ASSIGNMENT
Once the line containing "What the commit" is found, retype it and each line after it through the last entry below, word for word, and nothing else.

======== SUPPLIED DATA

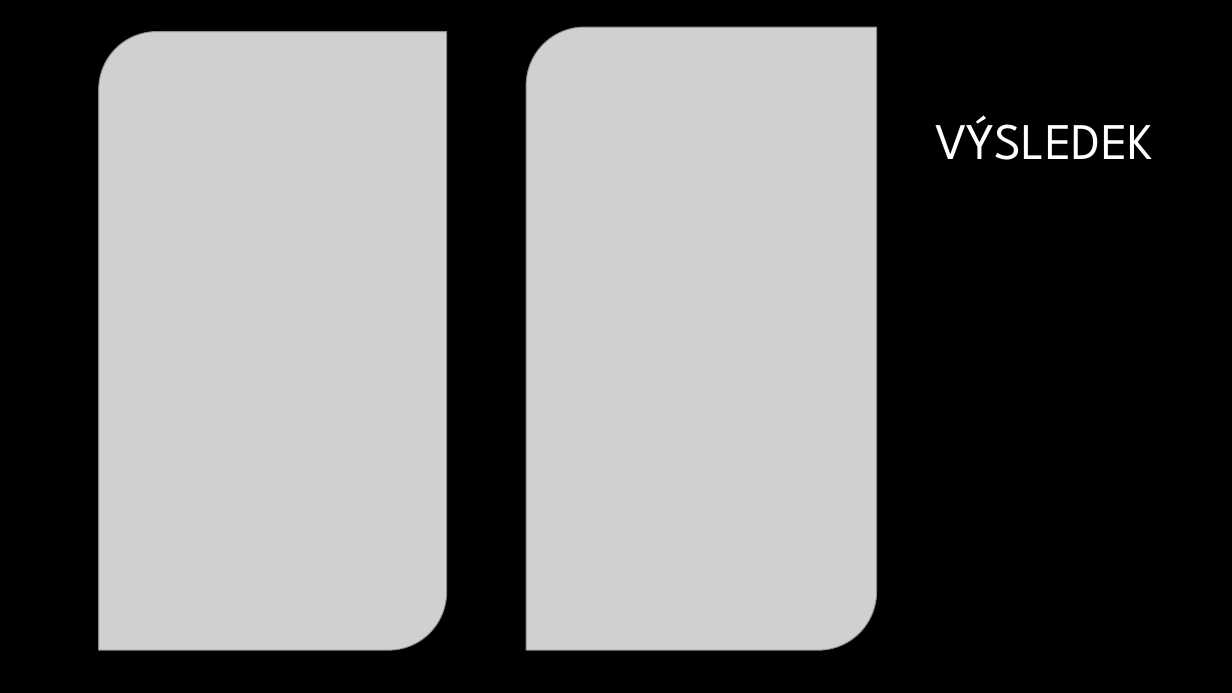
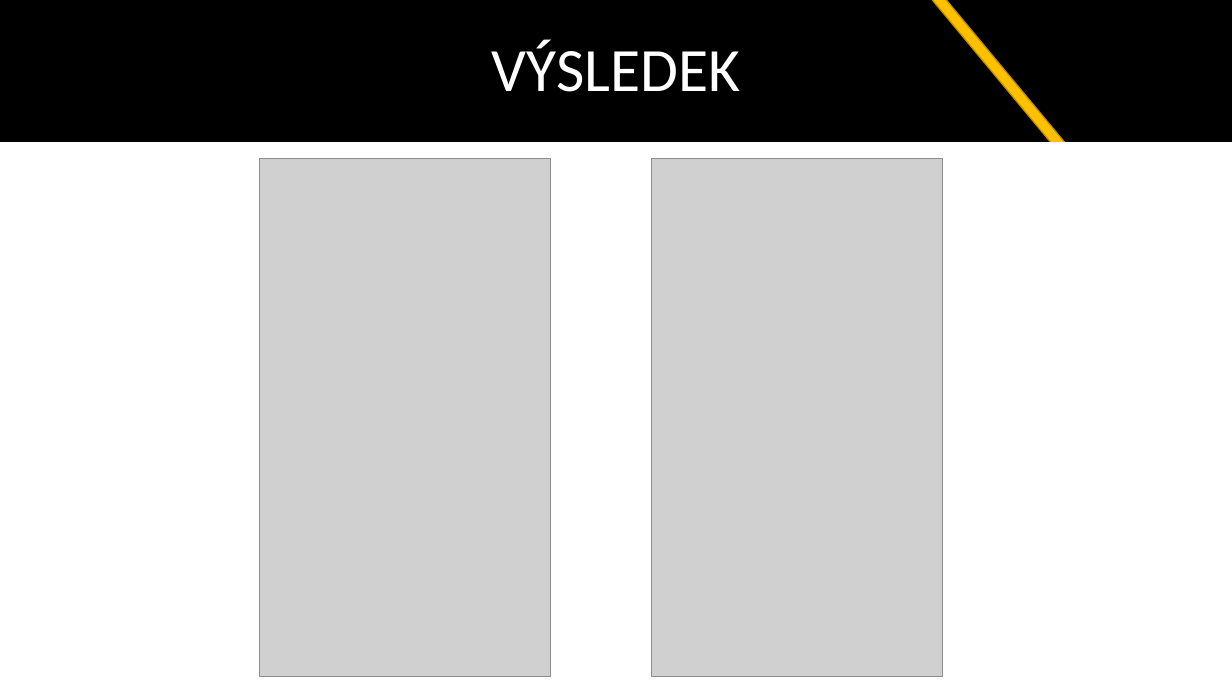
Before and after one commit to it1508/zaverecny, a slide deck: slide 5 of Warframe Codex.pptx. Drawn at 1232x693 pixels with LibreOffice and Linux fonts; fonts in the diff are those of the drawing; grey boxes stand for pictures; background and template pictures are left out. Boxes give left, top, right and bottom in pixels: in the first picture for what was removed or moved away, otherwise in the second. Text is boxed around its words. In the diff, an @@ line names an element or a change of style, - is before the commit and + after.

```diff
--- a/Warframe Codex.pptx
+++ b/Warframe Codex.pptx
@@ background #000000 to #FFFFFF @@
@@ title "VÝSLEDEK": place and size @@
-title "VÝSLEDEK" at <box>935,115,1153,160</box>
+title "VÝSLEDEK" at <box>0,0,1232,143</box>
@@ title "VÝSLEDEK" at <box>0,0,1232,143</box>: size 40 to 48 pt, font League Spartan to Calibri; alignment right to centre; fill none to #000000 @@
@@ rectangle added at <box>773,0,1071,157</box>, fill #FFC000, outline #BD8E00 1 pt @@
@@ rectangle added at <box>0,143,1232,157</box>, fill #FFFFFF, outline #FFFFFF 1 pt @@
@@ rectangle added at <box>961,143,1148,159</box>, fill #FFFFFF, outline #FFFFFF 1 pt @@
@@ picture: place and size @@
-picture at <box>99,31,447,650</box>
+picture at <box>259,159,550,677</box>
@@ picture: place and size @@
-picture at <box>526,27,876,650</box>
+picture at <box>652,159,943,677</box>
```
Also in this commit, not shown: 6 other slides changed, 1 slide removed.
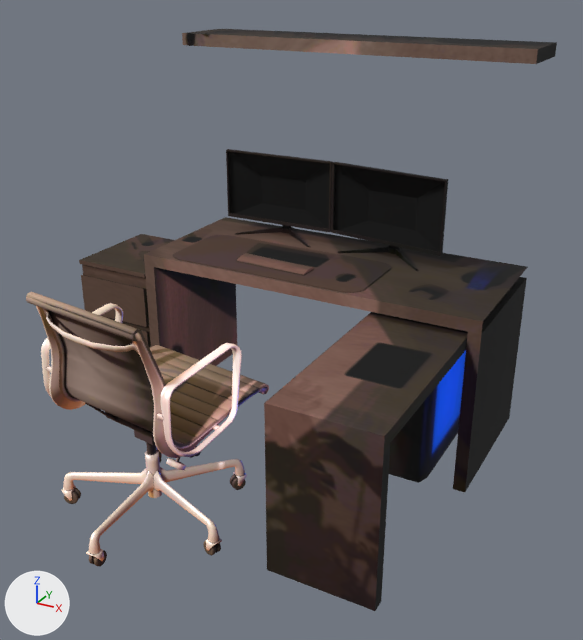
The glTF model static/assets/models/room2.glb as it was, and as the next commit left it.
The view is the same before and after, from a 50 mm camera at (5.72, -3.89, 4.93) aimed at (2.11, 2.68, 1.64). Every picture has the same lights, and +X, +Y and +Z are marked at lower left. The older version comes first. Where no turn or scale is listed for an object, it has been applied to the vertices.

In view in the first picture: 'BAKED_2', 'BAKED_2.001', 'LeftMonitor', 'RightMonitor'.
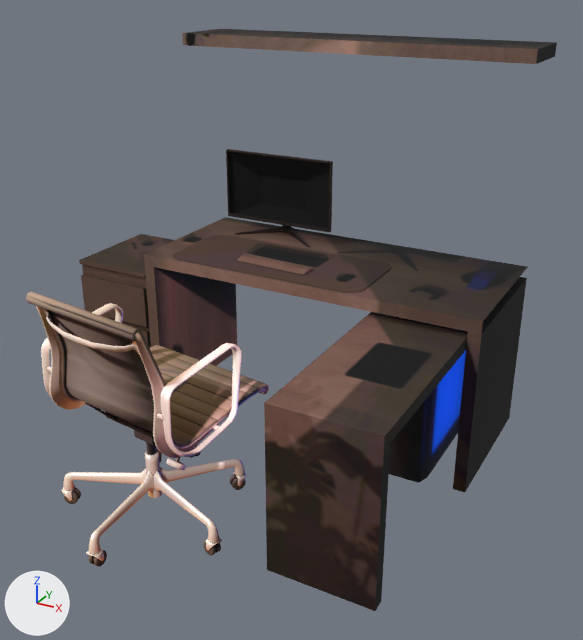
Location of each change, [x1, y1, x2, y2] in pixels of the pictures (583 x 640 px):
'RightMonitor', deleted
    before: [331, 162, 448, 271]

What the commit changed:
Object 'RightMonitor' (ob_rightmonitor) is deleted.

================

SOLUTION TO THE PROBLEM
What the commit changed:
Object 'RightMonitor' (ob_rightmonitor) is deleted.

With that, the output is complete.